### Data for analysis
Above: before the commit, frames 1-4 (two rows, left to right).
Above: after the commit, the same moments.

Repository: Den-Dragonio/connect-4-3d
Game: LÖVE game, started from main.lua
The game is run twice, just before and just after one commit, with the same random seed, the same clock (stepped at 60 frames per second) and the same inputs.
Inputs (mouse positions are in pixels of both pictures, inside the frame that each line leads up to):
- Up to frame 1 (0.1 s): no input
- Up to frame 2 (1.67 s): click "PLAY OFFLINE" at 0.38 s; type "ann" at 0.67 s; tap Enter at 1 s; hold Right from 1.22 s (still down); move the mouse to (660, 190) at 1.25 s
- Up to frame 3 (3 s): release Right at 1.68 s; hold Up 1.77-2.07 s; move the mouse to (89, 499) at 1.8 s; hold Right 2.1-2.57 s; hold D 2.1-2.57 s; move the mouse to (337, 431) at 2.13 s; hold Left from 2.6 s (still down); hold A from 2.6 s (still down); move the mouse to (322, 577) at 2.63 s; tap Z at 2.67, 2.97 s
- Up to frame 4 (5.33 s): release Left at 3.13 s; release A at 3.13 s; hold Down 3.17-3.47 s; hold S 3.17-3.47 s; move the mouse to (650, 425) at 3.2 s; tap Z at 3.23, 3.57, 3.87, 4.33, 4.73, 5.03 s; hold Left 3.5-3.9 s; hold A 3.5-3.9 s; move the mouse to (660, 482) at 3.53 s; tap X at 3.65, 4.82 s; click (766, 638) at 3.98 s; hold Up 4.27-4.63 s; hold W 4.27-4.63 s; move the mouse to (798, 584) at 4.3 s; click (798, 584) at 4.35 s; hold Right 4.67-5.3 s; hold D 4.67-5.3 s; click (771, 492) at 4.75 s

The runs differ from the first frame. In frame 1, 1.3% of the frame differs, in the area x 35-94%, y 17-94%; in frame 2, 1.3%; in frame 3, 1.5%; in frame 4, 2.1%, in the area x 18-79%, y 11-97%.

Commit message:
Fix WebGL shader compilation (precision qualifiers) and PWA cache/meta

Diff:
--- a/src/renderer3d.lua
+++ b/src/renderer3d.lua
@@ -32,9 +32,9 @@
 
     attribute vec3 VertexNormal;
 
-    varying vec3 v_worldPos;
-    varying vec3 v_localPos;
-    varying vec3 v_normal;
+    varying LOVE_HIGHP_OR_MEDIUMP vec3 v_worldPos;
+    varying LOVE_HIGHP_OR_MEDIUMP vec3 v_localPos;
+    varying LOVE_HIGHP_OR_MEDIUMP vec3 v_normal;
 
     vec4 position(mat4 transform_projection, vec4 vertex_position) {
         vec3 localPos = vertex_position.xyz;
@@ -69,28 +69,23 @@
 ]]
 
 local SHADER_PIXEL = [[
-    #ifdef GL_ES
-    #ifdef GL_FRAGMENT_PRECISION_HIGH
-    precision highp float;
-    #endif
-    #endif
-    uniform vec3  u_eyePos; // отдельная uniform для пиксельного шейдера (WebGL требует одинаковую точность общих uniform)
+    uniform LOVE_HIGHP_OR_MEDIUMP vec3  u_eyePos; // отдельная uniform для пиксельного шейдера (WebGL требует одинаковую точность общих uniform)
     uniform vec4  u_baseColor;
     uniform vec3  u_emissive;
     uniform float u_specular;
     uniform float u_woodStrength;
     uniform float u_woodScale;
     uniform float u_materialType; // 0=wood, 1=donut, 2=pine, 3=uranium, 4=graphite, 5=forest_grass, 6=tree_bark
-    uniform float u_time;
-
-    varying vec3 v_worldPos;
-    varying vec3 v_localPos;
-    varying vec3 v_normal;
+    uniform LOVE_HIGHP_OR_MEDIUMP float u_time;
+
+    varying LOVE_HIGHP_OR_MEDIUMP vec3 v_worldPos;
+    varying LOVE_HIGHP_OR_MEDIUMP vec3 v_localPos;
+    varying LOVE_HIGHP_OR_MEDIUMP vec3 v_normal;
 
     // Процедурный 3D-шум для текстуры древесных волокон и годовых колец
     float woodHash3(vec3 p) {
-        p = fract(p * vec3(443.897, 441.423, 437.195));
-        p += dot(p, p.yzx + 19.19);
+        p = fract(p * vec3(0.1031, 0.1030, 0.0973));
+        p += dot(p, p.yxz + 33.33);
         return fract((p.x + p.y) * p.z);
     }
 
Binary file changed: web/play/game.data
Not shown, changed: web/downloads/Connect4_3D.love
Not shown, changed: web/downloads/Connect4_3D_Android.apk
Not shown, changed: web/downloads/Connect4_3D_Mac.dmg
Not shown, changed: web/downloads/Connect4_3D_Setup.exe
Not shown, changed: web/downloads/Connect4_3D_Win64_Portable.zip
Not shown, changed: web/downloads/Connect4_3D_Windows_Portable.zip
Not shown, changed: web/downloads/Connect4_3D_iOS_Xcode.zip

### What the exercise asks
Find "- Up to frame 3" in the entries above and copy that whole line exactly, then each line after it through the line that contains "- Up to frame 4".

### Output below
- Up to frame 3 (3 s): release Right at 1.68 s; hold Up 1.77-2.07 s; move the mouse to (89, 499) at 1.8 s; hold Right 2.1-2.57 s; hold D 2.1-2.57 s; move the mouse to (337, 431) at 2.13 s; hold Left from 2.6 s (still down); hold A from 2.6 s (still down); move the mouse to (322, 577) at 2.63 s; tap Z at 2.67, 2.97 s
- Up to frame 4 (5.33 s): release Left at 3.13 s; release A at 3.13 s; hold Down 3.17-3.47 s; hold S 3.17-3.47 s; move the mouse to (650, 425) at 3.2 s; tap Z at 3.23, 3.57, 3.87, 4.33, 4.73, 5.03 s; hold Left 3.5-3.9 s; hold A 3.5-3.9 s; move the mouse to (660, 482) at 3.53 s; tap X at 3.65, 4.82 s; click (766, 638) at 3.98 s; hold Up 4.27-4.63 s; hold W 4.27-4.63 s; move the mouse to (798, 584) at 4.3 s; click (798, 584) at 4.35 s; hold Right 4.67-5.3 s; hold D 4.67-5.3 s; click (771, 492) at 4.75 s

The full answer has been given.